New Research: Gay men using HIV self-testing follow up results

A new study in the USA has found that gay men who use self-administered rapid HIV tests follow up positive results with confirmatory testing. When self administered testing was introduced one of the main concerns was people would not take the next step in the treatment process.

Encouraging people who are at risk of acquiring HIV to test regularly has become one of the guiding principles in the battle to reduce the number of people contracting the virus.

The introduction of rapid testing, where results are available within 10 minutes, has allowed for a greater number of people to be tested for the virus.

Previously a week-long wait was required before results could be known, and the long waiting period often put many people off getting testing. Additionally, the number of appointments a person needs to get testing is halved, giving health clinics and doctors greater capacity to see more clients.

Overseas, self-administered rapid testing kits are available, allowing people to test themselves for the virus in their own home and at their own convenience.

One of the concerns about self-administered testing has been that it creates a scenario where people do not have immediate access to counselling services, and medical professionals who would help people move on to treatment options.

A study in the USA, published in Sexually Transmitted Diseases  has found that gay men who utilise self-administered rapid testing do follow up with medical professionals.

Staff at the New York City Department of Health and Mental Hygiene attempt to contact and offer partner services to all people newly diagnosed with HIV.

The team’s work includes contacting recent sexual partners of the newly diagnosed individuals and offering them HIV testing.

During interviews with newly diagnosed people, information on their HIV testing history is collected, including data on the previous use of self-testing.

While the staff have no data on people who might test positive and take no action, they were able to see that those clients they did meet, were making contact with health professionals.

Between January 2013 and August 2016, 8032 individuals were interviewed, of whom 127 (2%) reported having previously used an HIV self-test. Two-thirds of this cohort had had a reactive result during self-testing, one-third had had a negative result.

Of those who had found a positive result, 89% had follow up with laboratory based testing within one month.
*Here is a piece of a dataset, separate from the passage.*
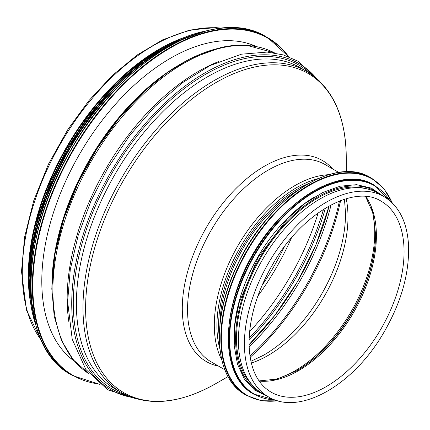 <?xml version="1.0" encoding="UTF-8"?>
<svg xmlns="http://www.w3.org/2000/svg" width="430" height="430" viewBox="0 0 430 430"><rect width="100%" height="100%" fill="white"/><g stroke="black" fill="none" stroke-linecap="round" stroke-linejoin="round"><path stroke-width="0.64" d="M30.363 301.72A185.389 107.038 -60 0 1 28.289 276.103A185.389 107.038 -60 0 1 182.6 38.034M268.352 396.809L262.354 393.348A115.595 66.741 -60 0 1 238.413 340.431A115.595 66.741 -60 0 1 288.874 224.1A115.595 66.741 -60 0 1 377.948 193.129L383.947 196.596C398.798 205.696 406.984 221.654 408.5 244.466C409.645 273.464 401.029 303.478 382.646 334.502C352.304 385.866 299.183 415.917 268.352 396.809A115.595 66.741 -60 0 1 244.412 343.892A115.595 66.741 -60 0 1 294.867 227.561A115.595 66.741 -60 0 1 383.947 196.596M29.009 280.435A184.459 106.5 -60 0 1 28.944 275.721A184.459 106.5 -60 0 1 163.491 47.504M73.256 359.835A182.035 105.097 -60 0 1 71.934 359.335M253.281 45.231A182.035 105.097 -60 0 1 254.377 46.123M74.449 361.238A182.035 105.097 -60 0 1 79.496 154.3A182.035 105.097 -60 0 1 256.183 46.456M289.793 208.48A114.665 66.204 120 0 0 231.571 309.331M315.206 196.612A114.665 66.204 120 0 0 234.001 337.27M365.027 188.442A114.665 66.204 120 0 0 260.252 258.656A114.665 66.204 120 0 0 251.835 384.501M41.049 339.834A185.389 107.038 -60 0 1 22.29 272.642A185.389 107.038 -60 0 1 88.859 102.442A185.389 107.038 -60 0 1 220.95 28.23M274.41 261.472A181.288 104.667 -60 0 1 269.771 269.508M284.456 246.626A183.158 105.748 -60 0 1 261.934 285.633M291.513 237.774A184.459 106.5 -60 0 1 257.801 296.173M318.162 212.904A184.459 106.5 -60 0 1 249.588 331.68M323.494 209.297A186.459 107.65 -60 0 1 249.126 338.104M325.376 208.125A187.802 108.43 -60 0 1 249.051 340.323M329.16 205.927A186.459 107.65 -60 0 1 249.04 344.693M331.089 204.89A184.459 106.5 -60 0 1 249.11 346.886M339.469 201.025A184.459 106.5 -60 0 1 249.954 356.072M340.603 200.584A183.642 106.027 -60 0 1 250.136 357.276M344.457 199.24L345.537 213.226A115.428 66.645 -60 0 1 263.552 355.228L250.9 361.286M346.209 198.708A112.988 65.231 -60 0 1 251.319 363.07M371.509 208.373A112.988 65.231 -60 0 1 351.353 311.25A112.988 65.231 -60 0 1 272.335 380.152M375.567 233.721A112.171 64.763 -60 0 1 296.318 370.993M365.543 196.499L372.955 213.043L375.573 234.2A111.005 64.091 -60 0 1 296.732 370.757L277.103 379.066L259.07 380.921M365.763 196.515A110.193 63.618 -60 0 1 353.573 312.535A110.193 63.618 -60 0 1 259.193 381.104M381.243 201.272A110.193 63.618 -60 0 1 381.243 328.509A110.193 63.618 -60 0 1 271.056 392.128C256.791 383.576 249.443 367.129 249.024 342.791C249.384 316.663 257.683 289.831 273.915 262.289C303.129 212.076 354.761 183.932 381.243 201.272M51.922 282.209A180.917 104.452 -60 0 1 176.483 66.462M51.89 288.31A183.653 106.033 -60 0 1 231.867 46.064M89.257 373.95A185.389 107.038 -60 0 1 52.89 290.309A185.389 107.038 -60 0 1 132.478 105.162A185.389 107.038 -60 0 1 274.598 52.922L246.401 45.209L232.49 45.521L221.789 47.219L189.813 58.883L167.012 72.794L144.738 90.94L119.368 117.825L96.809 148.941L78.05 182.933L63.919 218.295L54.868 254.458L51.799 288.783L54.212 316.351L61.404 340.307L73.213 359.781L89.257 373.955M68.811 321.506A185.389 107.038 -60 0 1 67.166 298.549A185.389 107.038 -60 0 1 218.956 61.436M131.865 397.406A188.302 108.715 -60 0 1 71.724 303.553A188.302 108.715 -60 0 1 166.775 101.362A188.302 108.715 -60 0 1 316.217 78.093M125.592 394.778A186.953 107.941 -60 0 1 73.277 303.354A186.953 107.941 -60 0 1 163.335 106.678A186.953 107.941 -60 0 1 310.804 73.976M76.389 303.87A185.389 107.038 -60 0 1 157.31 117.304A185.389 107.038 -60 0 1 300.172 67.634L306.762 71.439A185.389 107.038 -60 0 0 163.9 121.109A185.389 107.038 -60 0 0 82.979 307.676A185.389 107.038 -60 0 0 121.373 392.547L114.783 388.741A185.389 107.038 -60 0 1 76.389 303.87M228.072 376.605L215.349 383.882A184.303 106.409 -60 0 1 85.602 308.31A184.303 106.409 -60 0 1 215.634 82.748A184.303 106.409 -60 0 1 346.252 157.154L346.252 157.154C345.704 115.987 332.54 87.414 306.762 71.439M218.596 366.145A116.089 67.026 -60 0 1 182.293 308.434A116.089 67.026 -60 0 1 240.451 184.185A116.089 67.026 -60 0 1 332.514 168.834M224.858 369.762L211.141 361.845A113.918 65.769 -60 0 1 187.544 309.691A113.918 65.769 -60 0 1 237.274 195.053A113.918 65.769 -60 0 1 325.058 164.529L338.775 172.451M221.778 359.953A113.918 65.769 -60 0 1 214.307 325.144A113.918 65.769 -60 0 1 328.74 174.688M219.88 348.875A112.832 65.145 -60 0 1 216.93 325.773A112.832 65.145 -60 0 1 318.195 178.584M219.262 337.303A111.666 64.468 -60 0 1 218.585 325.773A111.666 64.468 -60 0 1 307.864 183.836M219.913 324.467A111.123 64.156 -60 0 1 297.076 190.818M99.33 384.028A194.709 112.418 -60 0 1 73.159 150.64A194.709 112.418 -60 0 1 288.363 56.609M99.701 384.323L72.713 375.643A195.08 112.633 -60 0 1 72.708 150.382A195.08 112.633 -60 0 1 267.793 37.749A195.08 112.633 -60 0 1 288.767 56.765M71.246 374.793A195.08 112.633 -60 0 1 71.246 149.532A195.08 112.633 -60 0 1 266.326 36.905C215.64 4.649 122.942 57.76 71.998 147.92C17.764 237.623 17.27 346.741 71.246 374.793L72.713 375.643M31.008 293.201A194.731 112.429 -60 0 1 175.542 42.855M30.949 294.055A190.049 109.725 -60 0 1 176.257 42.371M32.626 310.541A190.42 109.94 -60 0 1 191.371 35.588M35.808 325.225A190.42 109.94 -60 0 1 68.558 147.984A190.42 109.94 -60 0 1 205.68 30.998M29.605 293.572A190.087 109.747 -60 0 1 175.166 41.452M307.832 183.981A124.915 72.122 120 0 0 219.375 337.195M245.32 394.702C213.882 378.008 210.593 318.361 237.86 263.767C268.164 198.284 335.115 154.698 370.606 177.703A125.286 72.337 120 0 0 245.32 250.034A125.286 72.337 120 0 0 245.32 394.702L246.782 395.546L261.392 400.749L278.129 400.867M370.606 177.703L372.068 178.547A125.286 72.337 120 0 0 246.782 250.878A125.286 72.337 120 0 0 246.782 395.546M392.042 202.729A124.931 72.132 120 0 0 247.223 251.136A124.931 72.132 120 0 0 277.71 400.755M313.497 191.06A120.255 69.429 120 0 0 228.335 338.566M253.318 393.939C223.041 377.857 219.88 320.431 246.132 267.868C275.302 204.825 339.764 162.857 373.944 185.007A120.626 69.644 120 0 0 253.318 254.651A120.626 69.644 120 0 0 253.318 393.939L275.582 400.088M373.944 185.007L374.756 185.475A120.626 69.644 120 0 0 254.13 255.124A120.626 69.644 120 0 0 254.13 394.412M389.913 200.799A120.287 69.45 120 0 0 254.56 255.372A120.287 69.45 120 0 0 274.98 399.879M380.029 194.328A115.966 66.956 120 0 0 259.602 258.279A115.966 66.956 120 0 0 264.434 394.546M41.301 340.404L26.515 310.191L21.5 271.54L24.596 237.064L33.717 200.724L48.44 164.201L68.053 129.199L88.962 100.577L112.262 75.551L137.1 55.056L162.561 39.861L189.829 30.03L215.613 27.606L221.568 28.17M329.133 205.943L316.082 244.353L297.35 281.892L274.84 315.394L249.04 344.666M253.807 46.032L250.9 44.349M72.89 359.389L69.982 357.712M319.506 81.066L297.969 61.2L283.359 54.916L267.191 52.084L241.488 54.185L209.953 65.607L181.965 83.033L154.891 106.592L129.881 135.256L107.994 167.797L90.88 201.186L78.147 235.511L70.289 269.443L67.628 301.666L72.224 339.297L85.806 369.392L107.64 389.779L136.084 398.771M215.349 383.882C179.423 403.996 148.097 406.882 121.373 392.547M346.306 171.812L346.252 157.154M67.445 355.169L67.005 354.96M247.024 43.151L247.427 43.425M288.804 56.782L267.793 37.749L266.326 36.905M206.706 30.745L170.049 43.903L132.924 69.235L98.164 104.812L68.418 147.904L45.978 195.209L32.546 243.1L29.165 287.917L36.098 326.241M29.014 279.441L31.234 248.164L38.506 215.086L50.557 181.476L66.903 148.64L87.322 117.309L110.72 89.376L136.154 65.967L162.61 48.02M392.348 203.03L383.877 188.598L372.068 178.547M390.397 201.213L374.756 185.475M383.501 196.333L371.327 188.098L356.647 184.674L340.184 186.19L322.693 192.554L304.951 203.454L287.772 218.381L258.129 257.441L239.134 302.629L234.796 324.973L234.226 345.785L237.462 364.108L244.38 379.131L254.689 390.128L267.906 396.551"/></g></svg>

Correspondingly people who received a negative result when self-testing where much less likely to follow up with a laboratory test, with only 39% of this group getting further testing.

The study has found that people who administer self-tests were engaging with treatment services much quicker than those people who discovered that they were HIV positive through other testing pathways. 91% of people who had used a self-testing kit linked to HIV treatment services within three months of their confirmatory HIV diagnosis, compared to 81% of people who had not used self-testing.

The researchers also found that the cost of self-testing kits was prohibitive to many people from lower socio-economic areas. In the USA the kits cost around USD$40.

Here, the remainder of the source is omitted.